*What is required*. So long as no pictures are carried over, output the records below exactly.

*Input data*.
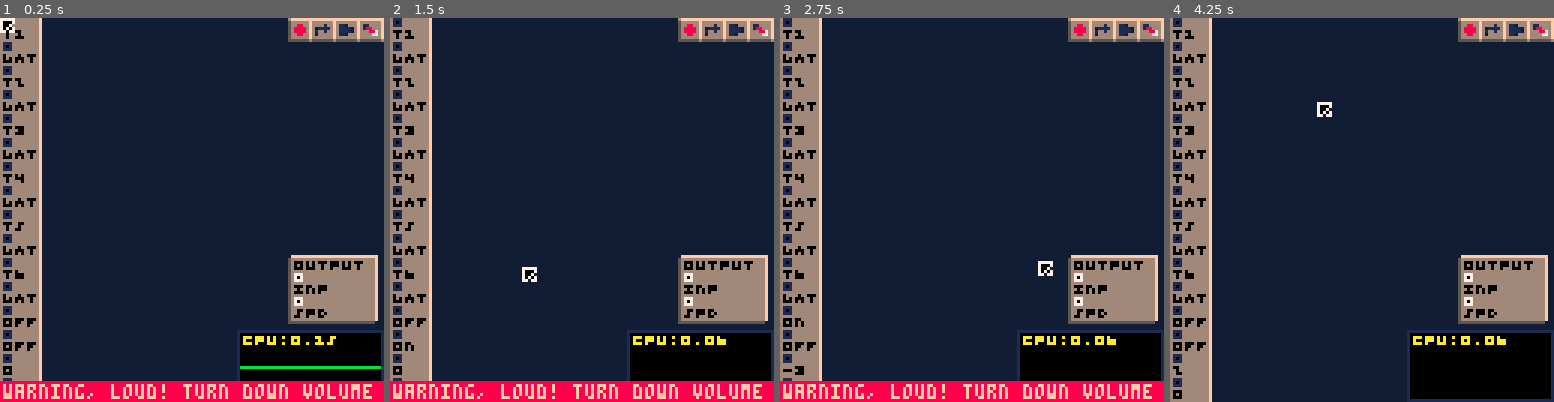
Above: before the commit, frames 1-4 (left to right).
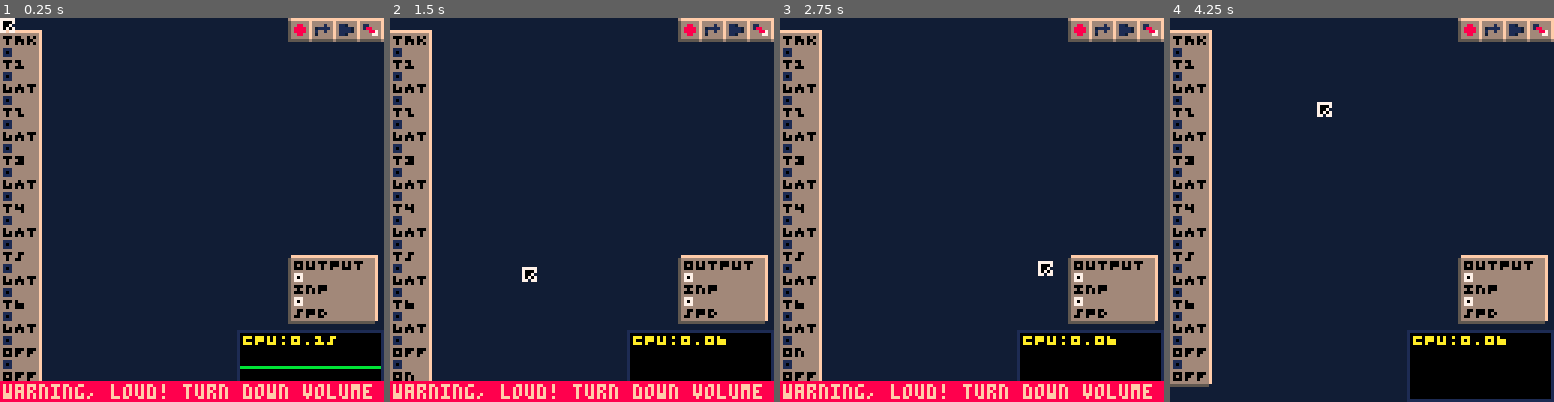
Above: after the commit, the same moments.

Repository: waporwave2/WWModular
Game: PICO-8 cartridge wwmodular.p8
Same seed, same stepped clock (60 frames per second), same inputs: the game is played once before the commit and once after it.
Inputs (mouse positions are in pixels of both pictures, inside the frame that each line leads up to):
- Up to frame 1 (0.25 s): no input
- Up to frame 2 (1.5 s): tap O (Z key) at 0.33, 0.7, 1.43 s; click (459, 121) at 0.67 s; tap X (X key) at 1.07 s; click (520, 267) at 1.22 s
- Up to frame 3 (2.75 s): click (975, 114) at 1.77 s; hold Left 1.97-2.37 s; tap X (X key) at 2.07, 2.4, 2.73 s; tap O (Z key) at 2.22 s; click (1037, 259) at 2.32 s; hold Down from 2.42 s (still down)
- Up to frame 4 (4.25 s): release Down at 2.82 s; click (1492, 106) at 2.87 s; hold Right 2.87-3.53 s; tap X (X key) every 0.33 s from 3.07 to 4.07 s; tap O (Z key) at 3.1, 3.98 s; click (1254, 256) at 3.42 s; hold Up 3.58-4.08 s; click (1315, 102) at 3.97 s; hold Right from 4.13 s (still down)

The runs differ from the first frame. In frame 1, 3.1% of the frame differs, in the area x 0-11%, y 0-95%; in frame 2, 3.2%; in frame 3, 3.2%; in frame 4, 3.8%, in the area x 0-11%, y 0-100%.

Commit message:
maths module mockup, fixed knob wire glitch I think, removed deprecated left bar values

Diff:
--- a/main.lua
+++ b/main.lua
@@ -35,6 +35,7 @@
 local rcpy=0
 local anchorx=0 --grab offset
 local anchory=0 --grab offset
+local io_override --custom module interaction
 
 -- saved references to modules
 local speaker
@@ -67,7 +68,7 @@
 
   -- font
   poke(0x5f58,0x81)
-  poke(unpack(split"0x5600,4,8,4,0,0,0,0,0,0,0,0,0,0,0,0,0,0 …(689 unchanged characters)… ,6,6,6,12,24,0,12,24,48,48,48,24,12,0,0,54,28,127,28,54,0,0,2,7,2,0,0,0,0,0,0,2,1,0,0,0,0,0,0,7 …(1966 unchanged characters)…
+  poke(unpack(split"0x5600,4,8,4,0,0,0,0,0,0,0,0,0,0,0,0,0,0 …(689 unchanged characters)… ,6,6,6,12,24,0,12,24,48,48,48,24,12,0,0,2,0,0,0,0,0,0,2,7,2,0,0,0,0,0,0,2,1,0,0,0,0,0,0,7 …(1966 unchanged characters)…
 end
 
 function _update60()
@@ -107,15 +108,6 @@
     leftbar.oname[13]=btn(❎) and "on" or "off"
     leftbar.o[14]=tonum(btn(🅾️))*2-1
     leftbar.oname[14]=btn(🅾️) and "on" or "off"
-    if btn(➡️) then leftbar.o[15]+=.01 end
-    if btn(⬅️) then leftbar.o[15]-=.01 end
-    leftbar.o[15]=mid(-1,leftbar.o[15],1)
-    leftbar.oname[15]=flr(leftbar.o[15]*10)
-
-    if btn(⬆️) then leftbar.o[16]+=.003 end
-    if btn(⬇️) then leftbar.o[16]-=.003 end
-    leftbar.o[16]=mid(-1,leftbar.o[16],1)
-    leftbar.oname[16]=flr(leftbar.o[16]*10)
   end
 
   -- fill audio buffer
@@ -191,7 +183,7 @@
       end
     else
       if rcmenu==nil then
-        if not tracker_mode then
+        if not tracker_mode and not io_override then
           moduleclick()
         else
           modulerelease()
--- a/modules.lua
+++ b/modules.lua
@@ -190,15 +190,15 @@
 function new_leftbar()
   return add(modules,{
   saveid="leftbar",
-  name="",
+  name="\-vtrk",
   ungrabable=true,
   undeletable=true,
   x=-15,
-  y=-5,
+  y=5,
   iname={},
   i={},
-  oname=split"t1,gat,t2,gat,t3,gat,t4,gat,t5,gat,t6,gat,off,off,0,0",
-  o=split"0,0,0,0,0,0,0,0,0,0,0,0,0,0,0,0",
+  oname=split"t1,gat,t2,gat,t3,gat,t4,gat,t5,gat,t6,gat,off,off",
+  o=split"0,0,0,0,0,0,0,0,0,0,0,0,0,0",
   step=function(self)
 
   end
@@ -257,10 +257,11 @@
       end
     end
     if mbtn(0) and self.knobind !=0 then
-      modulerelease()
+      io_override=true
       self.o[self.knobind]=self.knobanch+(mx-self.startp)/24
       self.o[self.knobind]=mid(-1,self.o[self.knobind],1)
     else
+      io_override=false
       self.knobind=0
     end
   end
@@ -309,7 +310,23 @@
   })
 end
 
-modmenu=split"saw,sin,square,mixer,tri,clip,lfo,adsr,delay,knobs,hold,glide"
+function new_maths()
+  return add(modules,{
+  saveid="maths",
+  name="maths",
+  iname=split"a,b",
+  i=split"0,0",
+  oname=split"a*b,a+b,frq",
+  o=split"0,0,0",
+  step=function(self)
+    self.o[1]=self.i[1]*self.i[2]
+    self.o[2]=self.i[1]+self.i[2]
+    self.o[3]=(self.i[1]+1)*(self.i[2]+1)-1
+  end
+  })
+end
+
+modmenu=split"saw,sin,square,mixer,tri,clip,lfo,adsr,delay,knobs,hold,glide,maths"
 modmenufunc={
   new_saw,
   new_sine,
@@ -323,6 +340,7 @@
   new_knobs,
   new_hold,
   new_glide,
+  new_maths,
 }
 
 -- used by the loading system
@@ -342,4 +360,5 @@
   knobs=new_knobs,
   hold=new_hold,
   glide=new_glide,
+  maths=new_maths,
 }

*Reply to the task*.
Above: before the commit, frames 1-4 (left to right).
Above: after the commit, the same moments.

Repository: waporwave2/WWModular
Game: PICO-8 cartridge wwmodular.p8
Same seed, same stepped clock (60 frames per second), same inputs: the game is played once before the commit and once after it.
Inputs (mouse positions are in pixels of both pictures, inside the frame that each line leads up to):
- Up to frame 1 (0.25 s): no input
- Up to frame 2 (1.5 s): tap O (Z key) at 0.33, 0.7, 1.43 s; click (459, 121) at 0.67 s; tap X (X key) at 1.07 s; click (520, 267) at 1.22 s
- Up to frame 3 (2.75 s): click (975, 114) at 1.77 s; hold Left 1.97-2.37 s; tap X (X key) at 2.07, 2.4, 2.73 s; tap O (Z key) at 2.22 s; click (1037, 259) at 2.32 s; hold Down from 2.42 s (still down)
- Up to frame 4 (4.25 s): release Down at 2.82 s; click (1492, 106) at 2.87 s; hold Right 2.87-3.53 s; tap X (X key) every 0.33 s from 3.07 to 4.07 s; tap O (Z key) at 3.1, 3.98 s; click (1254, 256) at 3.42 s; hold Up 3.58-4.08 s; click (1315, 102) at 3.97 s; hold Right from 4.13 s (still down)

The runs differ from the first frame. In frame 1, 3.1% of the frame differs, in the area x 0-11%, y 0-95%; in frame 2, 3.2%; in frame 3, 3.2%; in frame 4, 3.8%, in the area x 0-11%, y 0-100%.

Commit message:
maths module mockup, fixed knob wire glitch I think, removed deprecated left bar values

Diff:
--- a/main.lua
+++ b/main.lua
@@ -35,6 +35,7 @@
 local rcpy=0
 local anchorx=0 --grab offset
 local anchory=0 --grab offset
+local io_override --custom module interaction
 
 -- saved references to modules
 local speaker
@@ -67,7 +68,7 @@
 
   -- font
   poke(0x5f58,0x81)
-  poke(unpack(split"0x5600,4,8,4,0,0,0,0,0,0,0,0,0,0,0,0,0,0 …(689 unchanged characters)… ,6,6,6,12,24,0,12,24,48,48,48,24,12,0,0,54,28,127,28,54,0,0,2,7,2,0,0,0,0,0,0,2,1,0,0,0,0,0,0,7 …(1966 unchanged characters)…
+  poke(unpack(split"0x5600,4,8,4,0,0,0,0,0,0,0,0,0,0,0,0,0,0 …(689 unchanged characters)… ,6,6,6,12,24,0,12,24,48,48,48,24,12,0,0,2,0,0,0,0,0,0,2,7,2,0,0,0,0,0,0,2,1,0,0,0,0,0,0,7 …(1966 unchanged characters)…
 end
 
 function _update60()
@@ -107,15 +108,6 @@
     leftbar.oname[13]=btn(❎) and "on" or "off"
     leftbar.o[14]=tonum(btn(🅾️))*2-1
     leftbar.oname[14]=btn(🅾️) and "on" or "off"
-    if btn(➡️) then leftbar.o[15]+=.01 end
-    if btn(⬅️) then leftbar.o[15]-=.01 end
-    leftbar.o[15]=mid(-1,leftbar.o[15],1)
-    leftbar.oname[15]=flr(leftbar.o[15]*10)
-
-    if btn(⬆️) then leftbar.o[16]+=.003 end
-    if btn(⬇️) then leftbar.o[16]-=.003 end
-    leftbar.o[16]=mid(-1,leftbar.o[16],1)
-    leftbar.oname[16]=flr(leftbar.o[16]*10)
   end
 
   -- fill audio buffer
@@ -191,7 +183,7 @@
       end
     else
       if rcmenu==nil then
-        if not tracker_mode then
+        if not tracker_mode and not io_override then
           moduleclick()
         else
           modulerelease()
--- a/modules.lua
+++ b/modules.lua
@@ -190,15 +190,15 @@
 function new_leftbar()
   return add(modules,{
   saveid="leftbar",
-  name="",
+  name="\-vtrk",
   ungrabable=true,
   undeletable=true,
   x=-15,
-  y=-5,
+  y=5,
   iname={},
   i={},
-  oname=split"t1,gat,t2,gat,t3,gat,t4,gat,t5,gat,t6,gat,off,off,0,0",
-  o=split"0,0,0,0,0,0,0,0,0,0,0,0,0,0,0,0",
+  oname=split"t1,gat,t2,gat,t3,gat,t4,gat,t5,gat,t6,gat,off,off",
+  o=split"0,0,0,0,0,0,0,0,0,0,0,0,0,0",
   step=function(self)
 
   end
@@ -257,10 +257,11 @@
       end
     end
     if mbtn(0) and self.knobind !=0 then
-      modulerelease()
+      io_override=true
       self.o[self.knobind]=self.knobanch+(mx-self.startp)/24
       self.o[self.knobind]=mid(-1,self.o[self.knobind],1)
     else
+      io_override=false
       self.knobind=0
     end
   end
@@ -309,7 +310,23 @@
   })
 end
 
-modmenu=split"saw,sin,square,mixer,tri,clip,lfo,adsr,delay,knobs,hold,glide"
+function new_maths()
+  return add(modules,{
+  saveid="maths",
+  name="maths",
+  iname=split"a,b",
+  i=split"0,0",
+  oname=split"a*b,a+b,frq",
+  o=split"0,0,0",
+  step=function(self)
+    self.o[1]=self.i[1]*self.i[2]
+    self.o[2]=self.i[1]+self.i[2]
+    self.o[3]=(self.i[1]+1)*(self.i[2]+1)-1
+  end
+  })
+end
+
+modmenu=split"saw,sin,square,mixer,tri,clip,lfo,adsr,delay,knobs,hold,glide,maths"
 modmenufunc={
   new_saw,
   new_sine,
@@ -323,6 +340,7 @@
   new_knobs,
   new_hold,
   new_glide,
+  new_maths,
 }
 
 -- used by the loading system
@@ -342,4 +360,5 @@
   knobs=new_knobs,
   hold=new_hold,
   glide=new_glide,
+  maths=new_maths,
 }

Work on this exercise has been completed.